Required work: Scan the listing for the word "from" and report every line that contains it.

Recorded information:
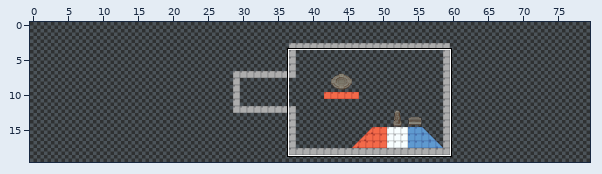
Two states of a Tiled map, Client/Content/Tilemaps/Dummy.tmx. Above: a wide view before the commit, with the close-up outlined.
Close-up. Old version:
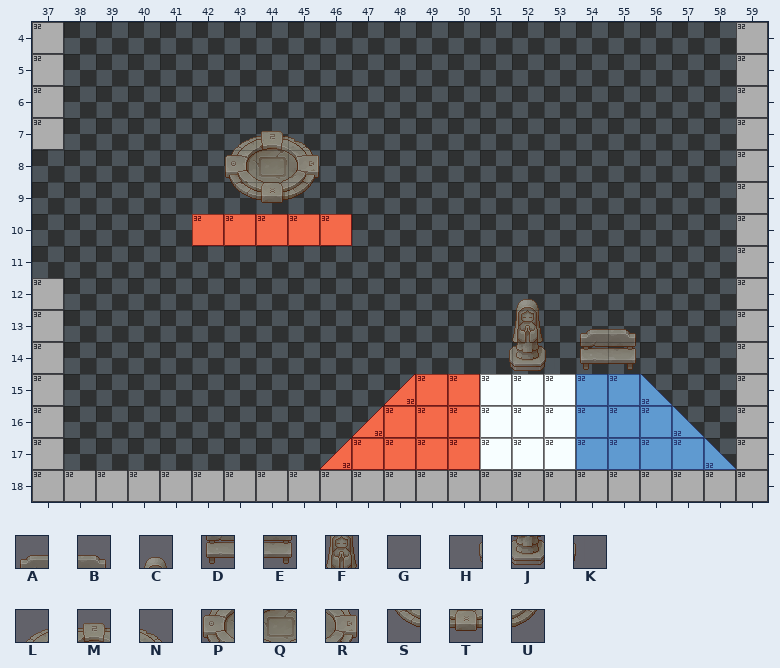
Cells are 32x32 px. Shown: x 37..59, y 4..18.
Key: from "TX Props": A 9, B 10, C 14, D 25, E 26, F 30, G 31, H 45, J 46, K 47, L 139, M 140, N 141, P 155, Q 156, R 157, S 171, T 172, U 173.
_ is an empty cell.
Layers that did not change in this view are not listed.
Layer "Tile Layer 3" before, first column x 37:
 4 _______________________
 5 _______________________
 6 _______________________
 7 ______LMN______________
 8 ______PQR______________
 9 ______STU______________
10 _______________________
11 _______________________
12 _______________C_______
13 _______________FGAB____
14 ______________HJKDE____
15 _______________________
16 _______________________
17 _______________________
18 _______________________
Once edited:
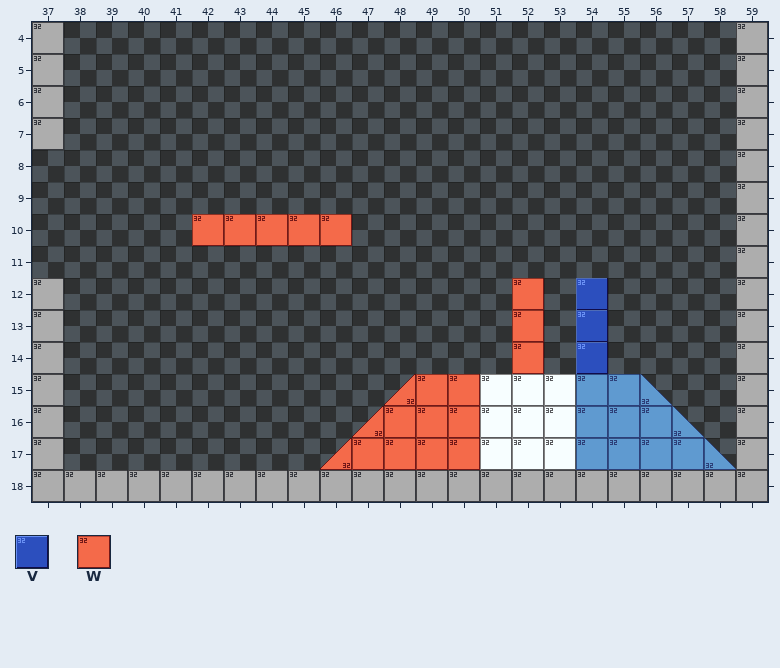
Further tiles: from "TemplateTileset": V 17, W 31.
Tiles of an added or newly shown layer are drawn over the layers below it.
Edits made:
Layer "Tile Layer 3":
y 7: x 43..45 LMN -> ___
y 8: x 43..45 PQR -> ___
y 9: x 43..45 STU -> ___
y 12: x 52 C -> _
y 13: x 52 F -> _; x 54..55 AB -> __
y 14: x 51..55 HJKDE -> _____
Layer "Tile Layer 4" (added):
y 12..14: x 52 _ -> W
Layer "Tile Layer 5" (added):
y 12..14: x 54 _ -> V
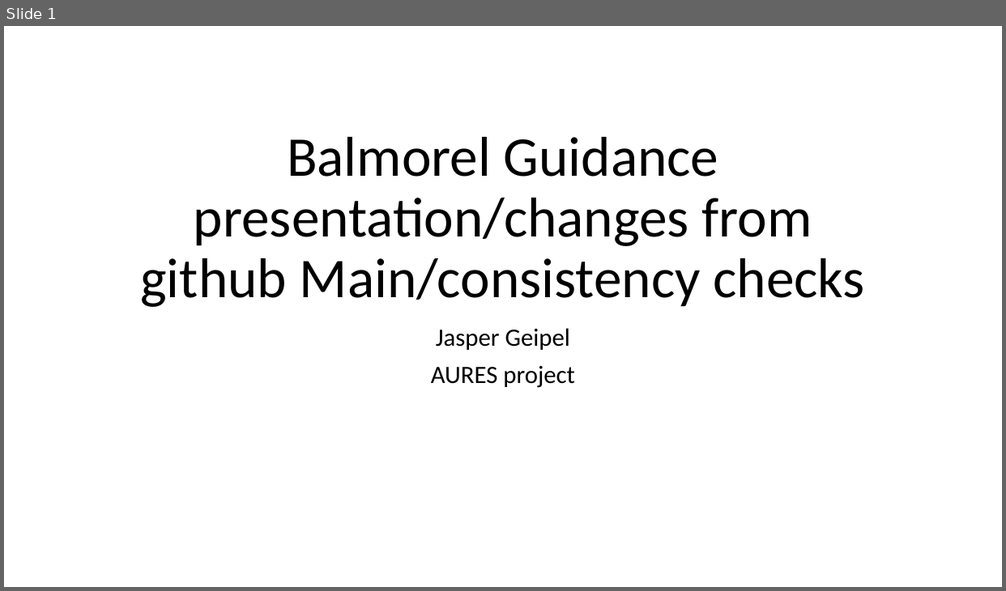
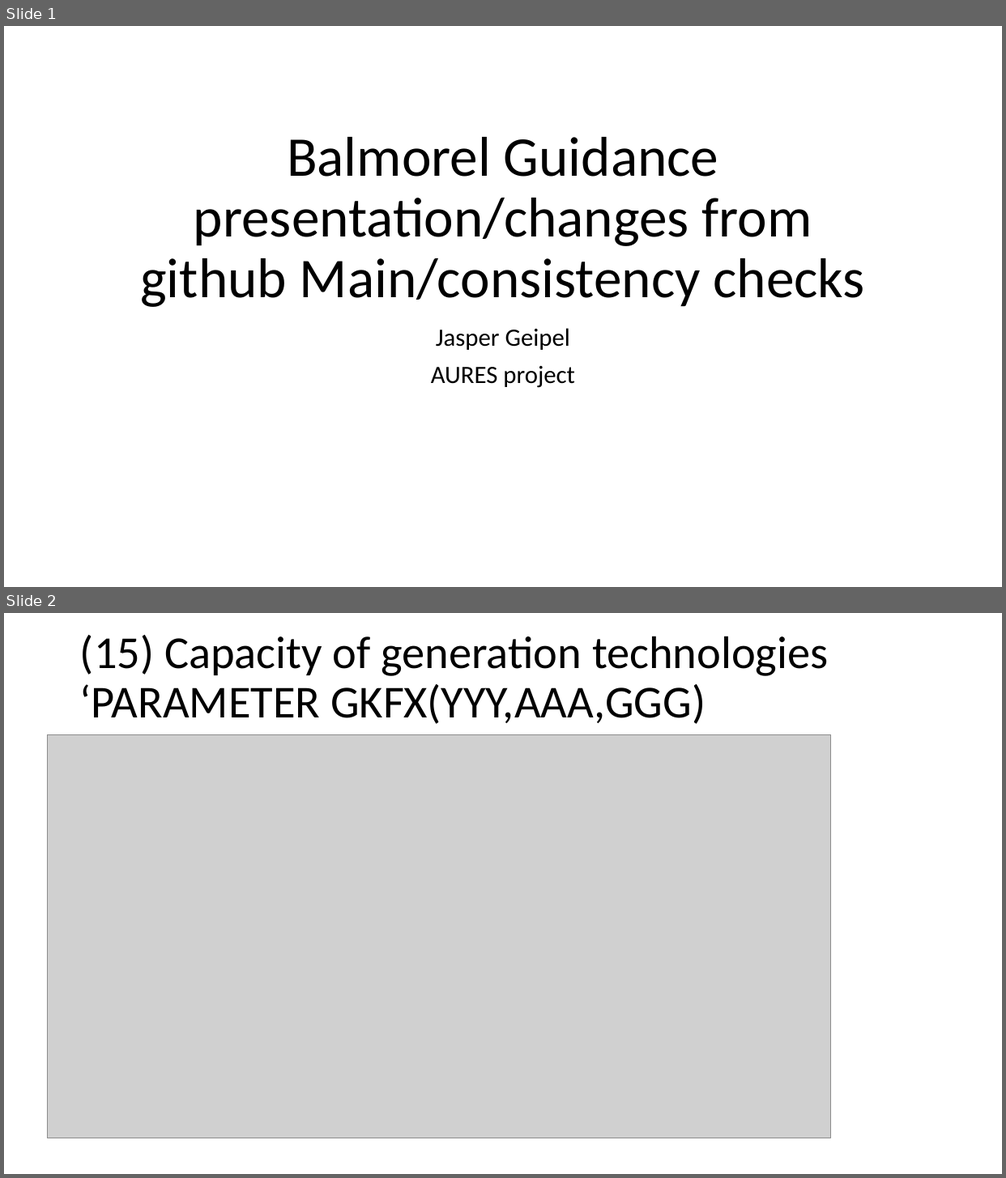
Before and after one commit to EEG-policy-modelling/EEG-Balmorel, a slide deck: Balmorel_guidance.pptx. Shown one above the other, each under a label of ours: slide 1 before the commit, slides 1 and 2 after it. The pictures are 1006x591 and 1006x1178 pixels, drawn with LibreOffice and Linux fonts; fonts in the diff are those of the drawing; grey boxes stand for pictures. Boxes give left, top, right and bottom in pixels: in the first picture for what was removed or moved away, otherwise in the second. Text is boxed around its words. In the diff, an @@ line names an element or a change of style, - is before the commit and + after.

```diff
--- a/Balmorel_guidance.pptx
+++ b/Balmorel_guidance.pptx
@@ slide 2 added at (4, 613, 1002, 1174), background #FFFFFF @@
@@ title added at (80, 635, 828, 724), 44 pt, text #000000 @@
+(15) Capacity of generation technologies ‘PARAMETER GKFX(YYY,AAA,GGG)
@@ picture added at (48, 735, 831, 1138) @@
```
Also in this commit, not shown: 5 slides changed, 3 other slides added, 1 slide removed, 4 other files.
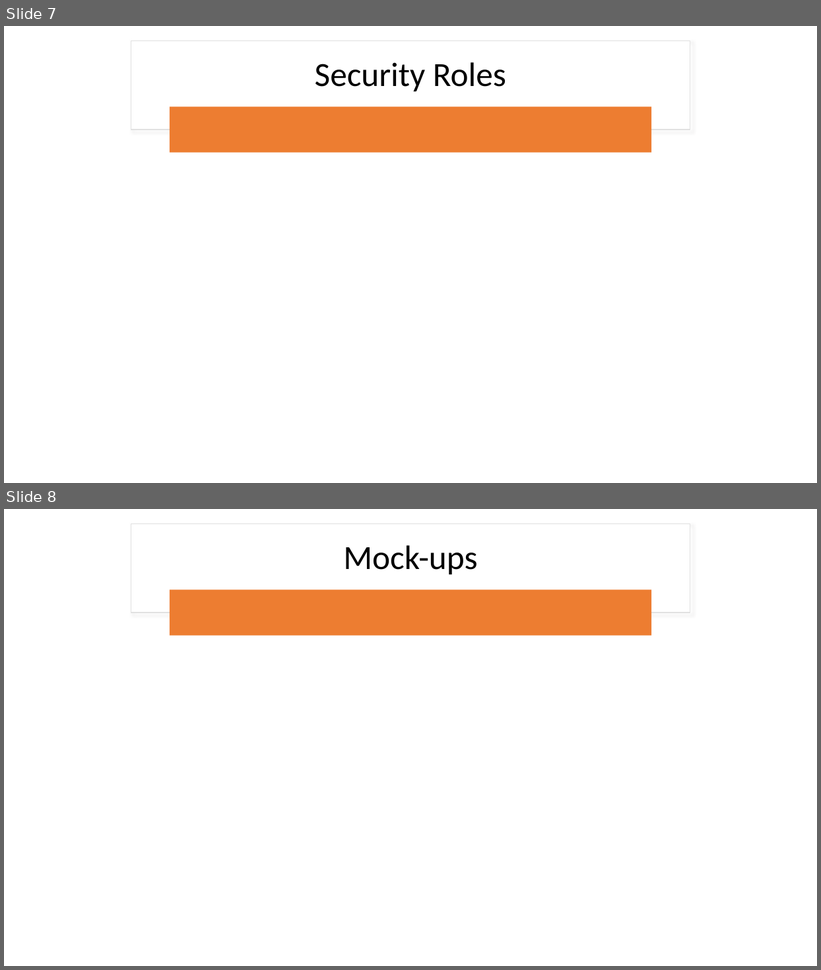
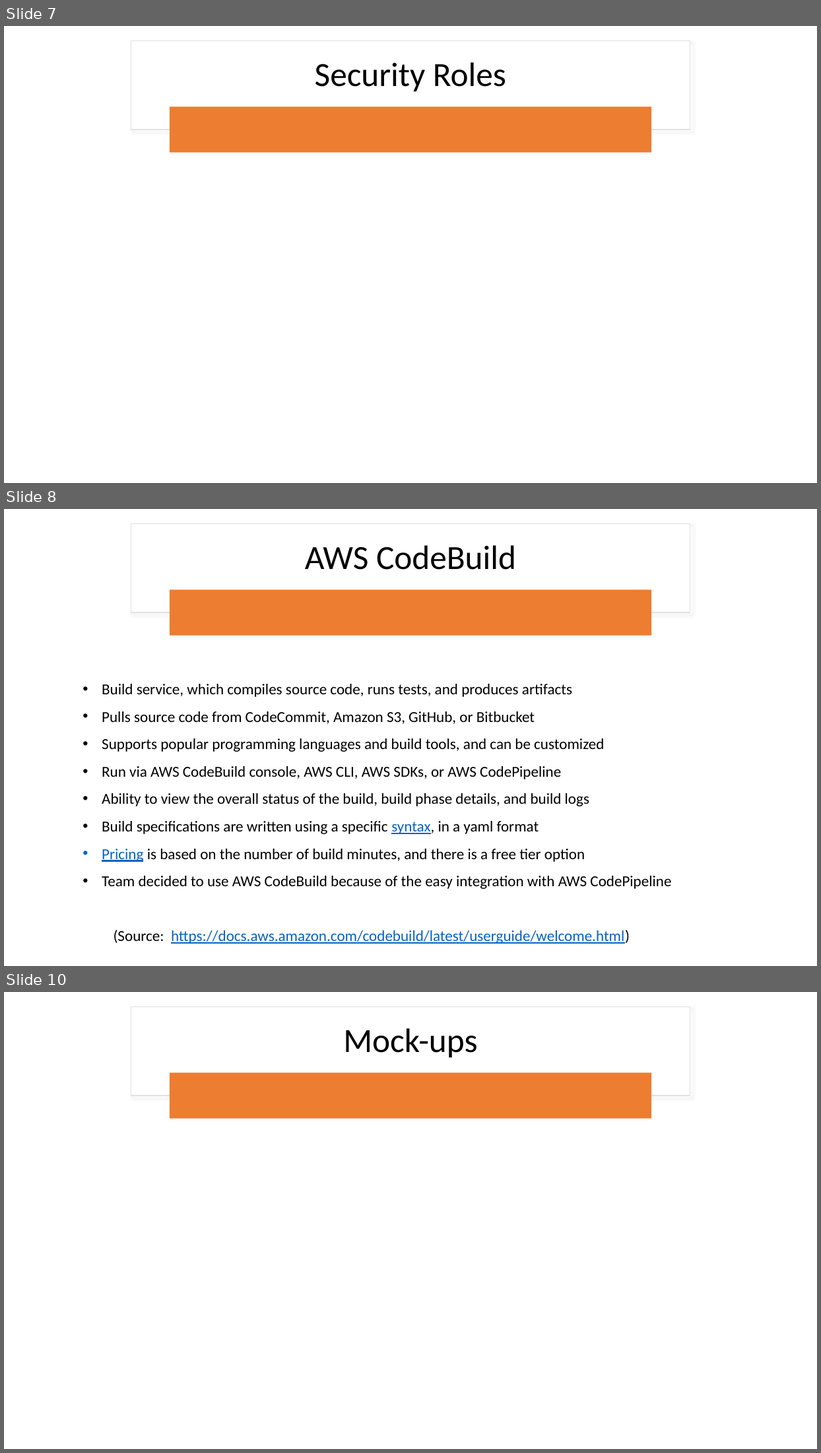
Before and after one commit to rlennon/ConnachtUni, a slide deck: documentation/Demonstrations/Connacht_University_TeamDC.pptx. Shown one above the other, each under a label of ours: slides 7 and 8 before the commit, slides 7, 8 and 10 after it; the slides between them are not shown. The pictures are 821x970 and 821x1453 pixels, drawn with LibreOffice and Linux fonts; fonts in the diff are those of the drawing. Boxes give left, top, right and bottom in pixels: in the first picture for what was removed or moved away, otherwise in the second. Text is boxed around its words. In the diff, an @@ line names an element or a change of style, - is before the commit and + after.

```diff
--- a/documentation/Demonstrations/Connacht_University_TeamDC.pptx
+++ b/documentation/Demonstrations/Connacht_University_TeamDC.pptx
@@ slide 8 added at [4, 509, 817, 966], background #FFFFFF @@
@@ rectangle added at [131, 524, 690, 613], fill #FFFFFF, outline #E1E1E1 1 pt @@
@@ title added at [305, 545, 516, 570], 40 pt, text #000000 @@
+AWS CodeBuild
@@ rounded rectangle added at [170, 590, 652, 635], fill #ED7D31 @@
@@ text added at [102, 684, 671, 944], 18 pt, text #000000 @@
+• Build service, which compiles source code, runs tests, and produces artifacts
+• Pulls source code from CodeCommit, Amazon S3, GitHub, or Bitbucket
+• Supports popular programming languages and build tools, and can be customized
+• Run via AWS CodeBuild console, AWS CLI, AWS SDKs, or AWS CodePipeline
+• Ability to view the overall status of the build, build phase details, and build logs
+• Build specifications are written using a specific syntax, in a yaml format
+• Pricing is based on the number of build minutes, and there is a free tier option
+• Team decided to use AWS CodeBuild because of the easy integration with AWS CodePipeline
+  (Source: https://docs.aws.amazon.com/codebuild/latest/userguide/welcome.html)
@@ what was slide 8 is now slide 10 @@
```
Also in this commit, not shown: 1 slide changed, 1 other slide added.

Solution to this problem:
Key: from "TX Props": A 9, B 10, C 14, D 25, E 26, F 30, G 31, H 45, J 46, K 47, L 139, M 140, N 141, P 155, Q 156, R 157, S 171, T 172, U 173.
Further tiles: from "TemplateTileset": V 17, W 31.
+• Pulls source code from CodeCommit, Amazon S3, GitHub, or Bitbucket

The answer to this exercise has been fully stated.